See https://en.wikipedia.org/wiki/Miracle which points out differences in the understanding of miracles, some seeing them as acts beyond the laws of nature and others seeing them as acts within the laws of nature, and many dubious that any so-called miracles ever occurred.

Now whether an other-dimensional gateway (to use science-fictional terminology) in the mid-Atlantic to allow access to the Undying Lands was supposed to be natural, using laws of nature not known to us, or is supposed to be unnatural, a breaking of the laws of the universe, is not stated in Tolkien’s text.

Tolkien in originally writing The Book of Lost Tales imagined a simple flat-earth cosmology. This appeared in the original Hobbit (in 1937) which stated in chapter 8:
In the Wide World the Wood-elves lingered in the twilight before the raising of the Sun and Moon; and afterwards they wandered in the forests that grew beneath the sunrise.

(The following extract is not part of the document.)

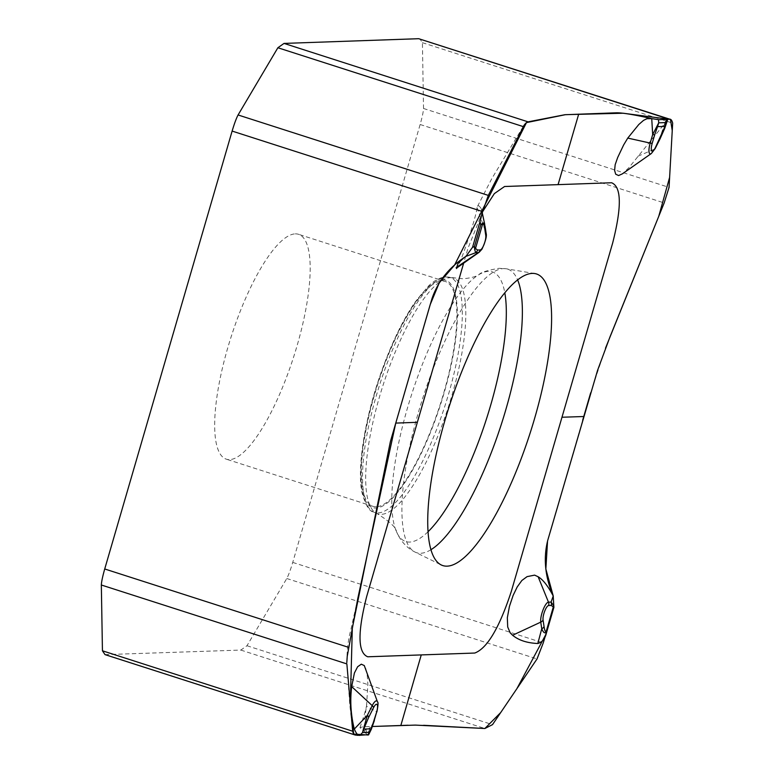 <?xml version="1.0" encoding="UTF-8"?>
<svg xmlns="http://www.w3.org/2000/svg" width="774" height="774" viewBox="0 0 774 774"><rect width="100%" height="100%" fill="white"/><g stroke="black" fill="none" stroke-linecap="round" stroke-linejoin="round"><path stroke-width="0.58" stroke-dasharray="3.87 2.9" d="M105.022 654.62L240.83 650.073L246.974 645.739L286.777 578.517C288.528 575.208 290.511 569.838 292.736 562.408L420.137 124.498C422.236 117.077 423.368 111.737 423.523 108.486L422.42 42.686L419.837 38.855M295.262 233.874A118.093 32.837 -72.2 0 1 298.561 234.309A118.093 32.837 -72.2 0 1 295.455 351.164A118.093 32.837 -72.2 0 1 229.588 459.611A118.093 32.837 -72.2 0 1 226.298 459.166A118.093 32.837 -72.2 0 1 229.404 342.321A118.093 32.837 -72.2 0 1 295.262 233.874M482.628 211.66L467.98 248.299L463.655 263.15M363.016 731.12L372.478 726.486L362.735 726.825L359.968 727.676L367.408 733.723L367.902 735M480.044 221.509C481.641 215.975 482.067 211.757 481.322 208.835C478.922 205.091 477.481 204.684 476.987 207.587C477.403 214.437 455.576 278.669 456.147 267.611M464.148 257.607L465.929 256.368M484.727 224.402L484.969 226.037A4.925 4.122 171.4 0 1 485.134 226.695M667.527 120.057L628.798 167.784L622.344 173.869M664.479 129.035L659.351 139.484A4.925 2.312 -153.3 0 0 660.038 138.875M365.783 668.475L367.273 675.808L367.882 684.081L366.518 706.265C364.254 718.736 364.554 727.889 367.408 733.723L374.393 720.517M371.181 729.563L376.87 711.993M376.28 506.757A118.093 32.837 -72.2 0 1 372.981 506.312A118.093 32.837 -72.2 0 1 377.857 383.836A118.093 32.837 -72.2 0 1 445.253 281.465A118.093 32.837 -72.2 0 1 442.148 398.31A118.093 32.837 -72.2 0 1 376.28 506.757M546.154 633.906L551.552 615.378M553.932 607.174L553.275 596.106M547.547 541.045L582.696 420.195M590.649 392.853L605.471 348.242M367.96 735L363.132 731.198M408.111 725.238L423.668 725.296M286.777 578.517L537.03 658.945M246.974 645.739L492.506 724.648M240.83 650.073L484.863 728.508M106.164 654.785L356.688 735.3M292.736 562.408L543.251 642.923M420.137 124.498L664.169 202.933M481.322 208.835L485.966 232.655A4.925 4.122 171.4 0 1 486.13 233.303M476.987 207.587L485.966 232.655A11.446 3.183 -72.2 0 1 484.176 243.51A11.446 3.183 -72.2 0 1 479.193 252.247M664.827 123.279L659.351 139.484L654.494 149.14A4.925 2.312 -153.3 0 0 655.181 148.54M637.892 156.242L654.494 149.14A11.446 3.183 -72.2 0 1 651.321 153.533M422.42 42.686L672.664 123.124M423.523 108.486L669.055 187.395M377.489 701.921A11.446 3.183 -72.2 0 1 376.522 711.703L366.518 706.265M430.924 549.714A148.918 41.409 -72.2 0 1 415.009 552.065A148.918 41.409 -72.2 0 1 421.385 402.461A148.918 41.409 -72.2 0 1 503.545 268.597A148.918 41.409 -72.2 0 1 506.061 268.752A148.918 41.409 -72.2 0 1 517.632 279.936M442.312 279.791A119.38 33.195 -72.2 0 1 422.914 449.878A119.38 33.195 -72.2 0 1 362.135 451.997A119.38 33.195 -72.2 0 1 442.312 279.791M450.158 277.721A123.772 34.414 -72.2 0 1 452.606 277.914A123.772 34.414 -72.2 0 1 448.514 406.543A123.772 34.414 -72.2 0 1 376.89 513.481A123.772 34.414 -72.2 0 1 381.679 389.583A123.772 34.414 -72.2 0 1 450.158 277.721M428.022 531.757A141.594 39.368 -72.2 0 1 396.433 531.622A141.594 39.368 -72.2 0 1 411.555 394.672A141.594 39.368 -72.2 0 1 479.058 274.557A141.594 39.368 -72.2 0 1 488.413 271.384A141.594 39.368 -72.2 0 1 504.812 292.853M446.733 277.015A123.395 34.308 -72.2 0 1 449.172 277.208A123.395 34.308 -72.2 0 1 445.089 405.45A123.395 34.308 -72.2 0 1 373.687 512.049A123.395 34.308 -72.2 0 1 378.467 388.538A123.395 34.308 -72.2 0 1 446.733 277.015M523.166 126.578L491.8 178.63L477.055 207.258M481.592 209.628L482.289 212.937M346.8 662.708C346.984 649.715 348.261 639.063 350.632 630.723L357.752 598.66M347.623 672.664L349.664 703.508L352.78 732.078M366.731 704.408C366.412 707.823 364.148 715.592 359.929 727.734M534.834 273.561L506.061 268.752L499.046 268.307C487.485 270.271 480.818 272.361 479.058 274.557C476.087 276.657 470.698 278.069 462.91 278.785L445.863 276.937C440.106 277.334 434.224 280.449 428.225 286.283L414.98 302.257C402.557 320.475 391.238 344.014 381.002 372.855C364.767 418.531 356.94 468.164 361.922 492.351C365.357 504.938 369.275 511.508 373.687 512.049L376.89 513.481C389.835 521.637 396.346 527.684 396.433 531.622L399.171 537.001C403.08 543.696 408.362 548.718 415.009 552.065L441.19 564.923M445.253 281.465L298.561 234.309M372.981 506.312L226.298 459.166"/><path stroke-width="1.16" d="M670.303 119.36L418.695 38.7L284.029 43.412L277.876 47.746L238.073 114.968C236.331 118.277 234.348 123.647 232.123 131.077L104.722 568.977C102.623 576.407 101.491 581.748 101.336 584.999L102.439 650.789L105.022 654.62L355.489 735.126M666.453 119.409L658.519 119.68L658.703 122.824L665.369 122.592L666.453 119.409L669.22 119.215C670.758 118.819 671.909 120.115 672.664 123.124L669.055 187.395L664.169 202.933L609.999 336.835L597.509 370.514L547.731 540.387C543.222 558.344 545.051 576.872 553.216 595.98C548.021 586.034 542.99 579.629 538.133 576.746L534.611 575.13L527.065 576.64L521.85 580.49L517.196 586.973L513.123 595.429L509.447 606.352L507.328 617.739L507.705 626.979L510.192 632.851L512.591 635.251C518.715 640.291 527.123 643.039 537.814 643.504C542.187 642.236 545.041 638.792 546.376 633.171L553.874 607.377L543.251 642.923L537.03 658.945L492.506 724.648L484.863 728.508L415.338 725.103L372.478 726.486L408.111 725.238M463.655 263.15L366.731 596.309C357.462 632.668 357.791 652.821 367.747 656.787L474.762 653.043C487.204 648.37 499.404 627.772 511.353 591.249L612.602 243.239C621.87 206.881 621.532 186.727 611.586 182.761L504.561 186.505L494.363 193.597L482.628 211.66M544.054 626.592C544.664 630.529 545.38 632.145 546.202 631.439A4.925 4.218 46.6 0 1 545.97 632.242C544.664 633.587 543.251 632.426 541.752 628.749A4.925 4.122 -8.6 0 0 544.054 626.592L543.058 619.974A4.925 4.122 -8.6 0 1 540.755 622.132A11.446 3.183 -72.2 0 1 543.038 609.922A11.446 3.183 -72.2 0 1 548.476 602.162A4.925 4.702 88 0 1 548.65 605.52A8.282 2.303 107.8 0 0 544.712 611.141A8.282 2.303 107.8 0 0 543.058 619.974M553.7 605.732L551.088 602.075A4.925 4.702 -92 0 1 551.262 605.432L553.313 606.971A4.925 4.102 -8.1 0 0 553.7 605.732L553.458 608.577L553.313 606.971L546.202 631.439L547.15 630.278L545.97 632.242M553.874 607.377L553.216 595.98L551.088 602.075L548.476 602.162L538.133 576.746M447.082 566.152A153.146 42.58 -72.2 0 1 441.19 564.923A153.146 42.58 -72.2 0 1 447.749 411.062A153.146 42.58 -72.2 0 1 532.251 273.406A153.146 42.58 -72.2 0 1 534.834 273.561A153.146 42.58 -72.2 0 1 533.402 422.536A153.146 42.58 -72.2 0 1 447.082 566.152M367.902 735L369.208 732.339L362.532 732.572L359.968 735.281L368.705 734.623M354.308 729.06L367.369 715.302A4.925 2.312 26.7 0 1 368.685 717.343L363.761 729.079A4.925 2.129 -170.2 0 1 363.325 729.389L367.369 715.302L372.226 705.636A11.446 3.183 -72.2 0 1 377.489 701.921L364.283 665.563L361.303 664.189L357.617 666.762L354.405 673.012L351.686 686.606C349.935 700.77 350.806 714.924 354.308 729.06C356.35 733.829 358.236 735.9 359.968 735.281L356.688 735.3M480.044 221.509L472.537 247.303L474.452 246.587L480.76 224.886L480.044 221.509L482.647 211.592L488.326 195.396L523.408 126.655L525.807 123.134L528.071 121.847L564.846 114.726L616.791 112.791C622.896 112.811 634.545 114.755 651.737 118.625L658.519 119.68M486.13 233.303A4.925 4.122 171.4 0 1 485.762 235.48L484.776 228.872A4.925 4.122 171.4 0 0 485.134 226.695L486.13 233.303C486.981 235.954 485.588 241.256 481.95 249.209L479.193 252.247L456.457 268.191L458.063 263.334L464.148 257.607M346.8 662.66L347.236 656.333L357.752 598.66L395.756 423.097L431.795 299.228C437.61 281.688 448.988 267.407 465.929 256.368L472.537 247.303M484.776 228.872C484.166 224.924 483.45 223.309 482.628 224.025A4.925 4.218 -133.4 0 0 482.686 223.164L484.176 222.883L485.134 226.695M474.704 249.596L475.633 252.711A4.925 4.702 88 0 0 477.558 250.031L475.507 248.483A4.925 4.102 171.9 0 1 474.704 249.596L474.452 246.587L475.507 248.483L482.628 224.025L480.76 224.886L482.686 223.164M660.145 138.111A4.925 2.312 -153.3 0 1 660.038 138.875L655.181 148.54L651.321 153.533L622.344 173.869L618.581 175.543L615.698 174.198L614.604 170.444L615.156 164.736L617.691 157.48L623.66 144.922L627.762 138.091L638.782 124.517L643.533 120.376L646.909 118.712L651.737 118.625L652.676 134.57L654.659 134.87L652.182 143.393A8.282 2.303 107.8 0 0 651.689 150.882A8.282 2.303 107.8 0 0 655.288 147.776L665.069 126.375A4.925 2.129 9.8 0 0 665.34 126.017L664.479 129.035M654.659 134.87L657.552 126.646A4.925 2.341 -153.1 0 0 657.223 125.756L658.703 122.824L657.552 126.646L665.069 126.375L665.369 122.592L665.34 126.017M657.223 125.756L652.676 134.57L650.199 143.084L652.182 143.393M355.576 735.155L353.331 733.607L352.683 731.217L346.858 663.908L101.336 584.999M374.171 720.584L376.648 712.07L371.278 728.818A4.925 2.341 26.9 0 1 371.181 729.563L369.208 732.339L371.278 728.818L363.761 729.079L362.532 732.572L363.325 729.389M423.668 725.296L484.863 728.508L500.701 712.564L516.906 688.647L546.154 633.906M551.552 615.378L553.932 607.174M553.275 596.106L545.854 569.016L547.547 541.045M582.696 420.195L590.649 392.853M605.471 348.242L658.722 216.41L669.616 177.372L672.248 130.642L670.468 119.428L623.215 113.227L565.504 114.668L526.465 122.611L454.483 265.221L439.245 282.839L430.199 304.617L390.386 441.586L352.305 628.188L350.303 703.653L353.699 734.081L367.96 735M561.972 417.244L583.77 416.518M400.835 725.49L421.25 654.92M551.262 605.432L548.65 605.52M537.814 643.504L541.752 628.749L540.755 622.132L512.591 635.251M417.35 422.304L395.756 423.097M578.7 114.117L558.073 184.628M479.193 252.247A11.446 3.183 -72.2 0 1 478.245 252.624L475.633 252.711L465.929 256.368M456.147 267.611L478.245 252.624A4.925 4.702 -92 0 0 480.18 249.934A8.282 2.303 107.8 0 0 484.108 244.313A8.282 2.303 107.8 0 0 485.762 235.48M477.558 250.031L480.18 249.934M238.073 114.968L488.326 195.396M277.876 47.746L523.408 126.655M284.029 43.412L528.071 121.847M418.695 38.7L669.22 119.215M232.123 131.077L482.647 211.592M104.722 568.977L348.764 647.412M655.181 148.54A4.925 2.312 -153.3 0 0 655.288 147.776M651.321 153.533A11.446 3.183 -72.2 0 1 650.199 143.084L627.762 138.091M351.686 686.606L372.226 705.636A4.925 2.312 26.7 0 1 373.542 707.688L368.685 717.343M376.648 712.07A8.282 2.303 107.8 0 0 377.141 704.582A8.282 2.303 107.8 0 0 373.542 707.688M102.439 650.789L352.683 731.217M517.632 279.936A148.918 41.409 -72.2 0 1 501.562 423.601A148.918 41.409 -72.2 0 1 430.924 549.714M504.812 292.853A141.594 39.368 -72.2 0 1 486.527 418.763A141.594 39.368 -72.2 0 1 428.022 531.757M524.936 124.082L523.166 126.578M482.289 212.937L484.727 224.383M660.038 138.875L664.711 128.378M667.527 120.057L664.74 128.291M374.393 720.517L371.259 729.418M371.297 729.331L368.559 734.913M376.87 711.993C378.157 705.327 378.36 701.97 377.489 701.921"/></g></svg>

In 1966 Tolkien changed this to a version in which the cosmology fits our universe with no late “raising of the Sun and Moon”:
In the Wide World the Wood-elves lingered in the twilight of our Sun and Moon, but loved best the stars; and they wandered in the great forests that grew tall in lands that are now lost.
The late “raising of the Sun and Moon” now becomes only a feature of the incorrect supposed Mannish Silmarillion text.